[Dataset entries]
-*-
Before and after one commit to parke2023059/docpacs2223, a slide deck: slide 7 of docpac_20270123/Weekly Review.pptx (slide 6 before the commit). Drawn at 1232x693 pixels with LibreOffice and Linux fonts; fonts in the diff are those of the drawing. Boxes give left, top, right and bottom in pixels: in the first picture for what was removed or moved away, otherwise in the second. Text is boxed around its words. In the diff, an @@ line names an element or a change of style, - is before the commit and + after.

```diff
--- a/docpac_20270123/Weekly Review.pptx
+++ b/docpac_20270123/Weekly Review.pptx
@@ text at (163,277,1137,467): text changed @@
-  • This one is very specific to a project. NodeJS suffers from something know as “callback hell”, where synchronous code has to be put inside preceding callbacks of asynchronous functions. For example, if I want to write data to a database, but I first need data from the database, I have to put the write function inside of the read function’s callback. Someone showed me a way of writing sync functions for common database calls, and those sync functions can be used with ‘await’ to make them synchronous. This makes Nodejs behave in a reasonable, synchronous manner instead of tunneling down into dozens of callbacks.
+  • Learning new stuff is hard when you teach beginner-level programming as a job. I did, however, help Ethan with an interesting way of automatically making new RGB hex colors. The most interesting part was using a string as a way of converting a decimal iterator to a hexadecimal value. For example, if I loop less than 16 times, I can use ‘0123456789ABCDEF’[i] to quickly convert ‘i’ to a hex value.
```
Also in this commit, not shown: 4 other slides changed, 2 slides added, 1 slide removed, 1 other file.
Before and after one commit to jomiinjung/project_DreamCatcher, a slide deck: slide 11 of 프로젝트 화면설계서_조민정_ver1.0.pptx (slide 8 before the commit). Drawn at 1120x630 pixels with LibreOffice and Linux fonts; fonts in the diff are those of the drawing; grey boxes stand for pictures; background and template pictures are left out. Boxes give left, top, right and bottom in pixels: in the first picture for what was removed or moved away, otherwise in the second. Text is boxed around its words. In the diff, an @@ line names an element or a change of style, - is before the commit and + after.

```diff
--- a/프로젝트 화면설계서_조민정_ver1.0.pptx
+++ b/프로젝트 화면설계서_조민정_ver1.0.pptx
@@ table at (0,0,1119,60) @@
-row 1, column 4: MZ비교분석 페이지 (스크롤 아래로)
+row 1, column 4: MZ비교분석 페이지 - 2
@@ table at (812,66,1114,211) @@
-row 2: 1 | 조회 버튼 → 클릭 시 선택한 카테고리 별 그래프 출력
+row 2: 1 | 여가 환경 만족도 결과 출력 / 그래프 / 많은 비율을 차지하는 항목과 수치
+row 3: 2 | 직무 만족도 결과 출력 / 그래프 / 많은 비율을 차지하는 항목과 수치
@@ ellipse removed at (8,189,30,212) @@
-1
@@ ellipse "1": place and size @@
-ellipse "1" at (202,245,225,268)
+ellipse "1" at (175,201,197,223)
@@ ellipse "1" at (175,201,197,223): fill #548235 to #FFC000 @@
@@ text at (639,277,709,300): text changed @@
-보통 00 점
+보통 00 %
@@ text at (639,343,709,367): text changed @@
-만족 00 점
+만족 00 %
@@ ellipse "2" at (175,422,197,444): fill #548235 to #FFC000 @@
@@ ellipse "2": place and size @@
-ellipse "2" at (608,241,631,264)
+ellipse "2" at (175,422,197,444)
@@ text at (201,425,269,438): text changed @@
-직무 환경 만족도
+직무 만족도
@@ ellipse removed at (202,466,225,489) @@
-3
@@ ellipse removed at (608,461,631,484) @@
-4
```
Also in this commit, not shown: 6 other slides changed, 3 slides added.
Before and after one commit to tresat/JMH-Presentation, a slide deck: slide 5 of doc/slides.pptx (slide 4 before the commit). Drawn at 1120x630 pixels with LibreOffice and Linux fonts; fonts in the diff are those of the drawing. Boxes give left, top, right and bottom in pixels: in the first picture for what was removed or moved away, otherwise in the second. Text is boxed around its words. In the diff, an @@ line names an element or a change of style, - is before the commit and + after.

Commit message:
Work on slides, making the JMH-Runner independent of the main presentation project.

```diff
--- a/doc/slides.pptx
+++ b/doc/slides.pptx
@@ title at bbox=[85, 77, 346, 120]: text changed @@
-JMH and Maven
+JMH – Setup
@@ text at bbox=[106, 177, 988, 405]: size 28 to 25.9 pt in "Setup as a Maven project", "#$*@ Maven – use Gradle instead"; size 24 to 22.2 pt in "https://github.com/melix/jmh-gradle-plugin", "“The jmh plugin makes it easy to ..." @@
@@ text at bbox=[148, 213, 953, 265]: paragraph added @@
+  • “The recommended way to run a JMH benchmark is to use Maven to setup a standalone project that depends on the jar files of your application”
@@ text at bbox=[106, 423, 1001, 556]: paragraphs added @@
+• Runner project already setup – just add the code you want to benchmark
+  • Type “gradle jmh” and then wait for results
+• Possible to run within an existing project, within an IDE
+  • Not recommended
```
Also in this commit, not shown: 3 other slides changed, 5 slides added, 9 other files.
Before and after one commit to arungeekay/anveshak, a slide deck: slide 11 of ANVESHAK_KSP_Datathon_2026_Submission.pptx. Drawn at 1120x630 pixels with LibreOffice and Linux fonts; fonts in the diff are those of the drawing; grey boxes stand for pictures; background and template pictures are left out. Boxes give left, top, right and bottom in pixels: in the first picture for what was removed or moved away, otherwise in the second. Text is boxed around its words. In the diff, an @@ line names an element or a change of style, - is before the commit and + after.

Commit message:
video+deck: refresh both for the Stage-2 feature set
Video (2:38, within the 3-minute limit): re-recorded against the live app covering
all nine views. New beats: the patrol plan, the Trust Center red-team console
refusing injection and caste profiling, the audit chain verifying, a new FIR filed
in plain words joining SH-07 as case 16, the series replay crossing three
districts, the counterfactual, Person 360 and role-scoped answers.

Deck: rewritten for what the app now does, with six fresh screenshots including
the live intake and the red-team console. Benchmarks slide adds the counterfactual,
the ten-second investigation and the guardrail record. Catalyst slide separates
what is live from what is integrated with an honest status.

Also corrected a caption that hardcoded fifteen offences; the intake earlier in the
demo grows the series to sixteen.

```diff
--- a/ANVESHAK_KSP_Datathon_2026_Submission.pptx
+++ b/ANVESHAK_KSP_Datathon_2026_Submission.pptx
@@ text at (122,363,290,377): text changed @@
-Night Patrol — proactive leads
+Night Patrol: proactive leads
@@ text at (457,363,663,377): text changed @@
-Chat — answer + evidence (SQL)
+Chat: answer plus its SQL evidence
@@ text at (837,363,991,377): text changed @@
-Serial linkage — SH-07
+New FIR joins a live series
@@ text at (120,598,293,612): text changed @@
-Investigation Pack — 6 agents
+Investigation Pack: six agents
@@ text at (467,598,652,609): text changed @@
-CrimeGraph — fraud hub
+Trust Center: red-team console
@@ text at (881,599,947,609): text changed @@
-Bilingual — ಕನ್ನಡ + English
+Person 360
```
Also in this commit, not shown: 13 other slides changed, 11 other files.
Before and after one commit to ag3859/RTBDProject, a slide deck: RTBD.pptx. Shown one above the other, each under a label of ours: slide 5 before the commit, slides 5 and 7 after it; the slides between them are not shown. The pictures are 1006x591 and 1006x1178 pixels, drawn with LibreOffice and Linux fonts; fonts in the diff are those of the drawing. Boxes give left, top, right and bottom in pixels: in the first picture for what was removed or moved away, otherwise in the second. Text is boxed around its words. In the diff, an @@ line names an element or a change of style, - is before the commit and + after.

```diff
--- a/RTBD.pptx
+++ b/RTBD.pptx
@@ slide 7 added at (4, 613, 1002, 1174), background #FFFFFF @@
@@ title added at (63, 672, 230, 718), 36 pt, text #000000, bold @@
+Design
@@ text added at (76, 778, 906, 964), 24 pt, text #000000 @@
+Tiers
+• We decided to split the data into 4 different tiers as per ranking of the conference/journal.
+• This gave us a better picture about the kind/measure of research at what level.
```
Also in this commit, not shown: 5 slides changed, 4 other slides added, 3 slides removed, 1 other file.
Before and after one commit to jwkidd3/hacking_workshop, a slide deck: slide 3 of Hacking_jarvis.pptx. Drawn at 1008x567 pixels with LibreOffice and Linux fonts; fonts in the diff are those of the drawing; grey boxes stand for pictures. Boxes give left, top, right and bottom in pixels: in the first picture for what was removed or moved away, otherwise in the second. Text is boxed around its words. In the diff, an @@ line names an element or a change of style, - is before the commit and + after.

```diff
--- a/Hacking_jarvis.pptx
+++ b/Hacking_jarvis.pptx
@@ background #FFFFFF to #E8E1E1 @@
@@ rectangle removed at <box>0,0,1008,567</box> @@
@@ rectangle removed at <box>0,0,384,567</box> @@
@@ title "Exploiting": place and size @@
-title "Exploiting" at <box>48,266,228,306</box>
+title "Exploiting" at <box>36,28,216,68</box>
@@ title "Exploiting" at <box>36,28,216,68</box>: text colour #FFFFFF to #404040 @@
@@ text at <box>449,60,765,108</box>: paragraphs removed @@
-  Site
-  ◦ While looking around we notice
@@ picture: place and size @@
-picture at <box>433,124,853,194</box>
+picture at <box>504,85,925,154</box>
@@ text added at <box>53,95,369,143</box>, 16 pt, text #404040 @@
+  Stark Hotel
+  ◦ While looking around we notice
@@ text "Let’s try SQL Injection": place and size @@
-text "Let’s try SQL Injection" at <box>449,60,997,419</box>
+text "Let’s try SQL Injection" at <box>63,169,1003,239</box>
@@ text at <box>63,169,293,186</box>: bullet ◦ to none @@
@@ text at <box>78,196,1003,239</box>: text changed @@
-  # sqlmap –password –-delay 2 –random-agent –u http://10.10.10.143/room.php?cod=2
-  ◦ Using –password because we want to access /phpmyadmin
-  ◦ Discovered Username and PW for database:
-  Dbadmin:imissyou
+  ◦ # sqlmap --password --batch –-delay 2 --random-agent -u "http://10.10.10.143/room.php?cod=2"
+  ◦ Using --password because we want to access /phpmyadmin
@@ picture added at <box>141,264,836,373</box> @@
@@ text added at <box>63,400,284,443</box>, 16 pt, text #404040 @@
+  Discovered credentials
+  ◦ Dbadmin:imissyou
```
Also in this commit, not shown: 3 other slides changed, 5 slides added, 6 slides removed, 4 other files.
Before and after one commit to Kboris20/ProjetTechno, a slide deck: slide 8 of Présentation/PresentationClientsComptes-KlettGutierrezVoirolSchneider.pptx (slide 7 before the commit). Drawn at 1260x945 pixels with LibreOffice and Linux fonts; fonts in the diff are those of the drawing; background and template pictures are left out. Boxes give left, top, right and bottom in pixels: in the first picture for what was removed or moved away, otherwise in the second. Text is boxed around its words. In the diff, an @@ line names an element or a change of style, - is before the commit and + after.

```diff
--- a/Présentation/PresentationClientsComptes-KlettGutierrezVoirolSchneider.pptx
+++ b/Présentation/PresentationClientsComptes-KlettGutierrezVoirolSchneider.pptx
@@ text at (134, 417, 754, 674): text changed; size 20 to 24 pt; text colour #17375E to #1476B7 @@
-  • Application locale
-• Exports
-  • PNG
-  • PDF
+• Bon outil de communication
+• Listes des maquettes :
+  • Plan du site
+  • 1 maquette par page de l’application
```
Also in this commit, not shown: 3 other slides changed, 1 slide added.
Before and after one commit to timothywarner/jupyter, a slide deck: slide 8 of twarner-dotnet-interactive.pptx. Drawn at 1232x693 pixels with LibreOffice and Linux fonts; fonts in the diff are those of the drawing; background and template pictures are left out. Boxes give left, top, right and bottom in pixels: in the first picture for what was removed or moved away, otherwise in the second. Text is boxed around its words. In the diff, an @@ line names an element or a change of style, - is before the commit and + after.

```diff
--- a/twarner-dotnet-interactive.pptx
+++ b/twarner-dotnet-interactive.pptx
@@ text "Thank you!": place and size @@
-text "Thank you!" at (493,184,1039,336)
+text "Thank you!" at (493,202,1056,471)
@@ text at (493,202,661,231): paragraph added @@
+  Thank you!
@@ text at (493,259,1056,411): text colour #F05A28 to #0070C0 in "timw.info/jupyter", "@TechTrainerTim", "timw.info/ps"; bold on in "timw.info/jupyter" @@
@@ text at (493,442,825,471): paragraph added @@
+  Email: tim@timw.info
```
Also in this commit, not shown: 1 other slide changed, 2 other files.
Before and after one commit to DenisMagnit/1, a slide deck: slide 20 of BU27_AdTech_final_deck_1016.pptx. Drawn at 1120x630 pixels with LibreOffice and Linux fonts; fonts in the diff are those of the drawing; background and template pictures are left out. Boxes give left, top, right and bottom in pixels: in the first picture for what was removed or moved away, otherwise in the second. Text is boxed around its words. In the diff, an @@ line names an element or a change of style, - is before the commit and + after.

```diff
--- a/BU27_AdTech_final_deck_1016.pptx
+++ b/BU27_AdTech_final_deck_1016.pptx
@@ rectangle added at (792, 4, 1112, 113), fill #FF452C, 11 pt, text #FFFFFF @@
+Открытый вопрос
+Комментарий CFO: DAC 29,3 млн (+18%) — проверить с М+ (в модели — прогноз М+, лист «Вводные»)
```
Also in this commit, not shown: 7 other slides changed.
-*-
WHAT THE TASK ASKS:
Please give the number of lines in the data where "Exploiting" appears, without any other words.

SOLUTION:
4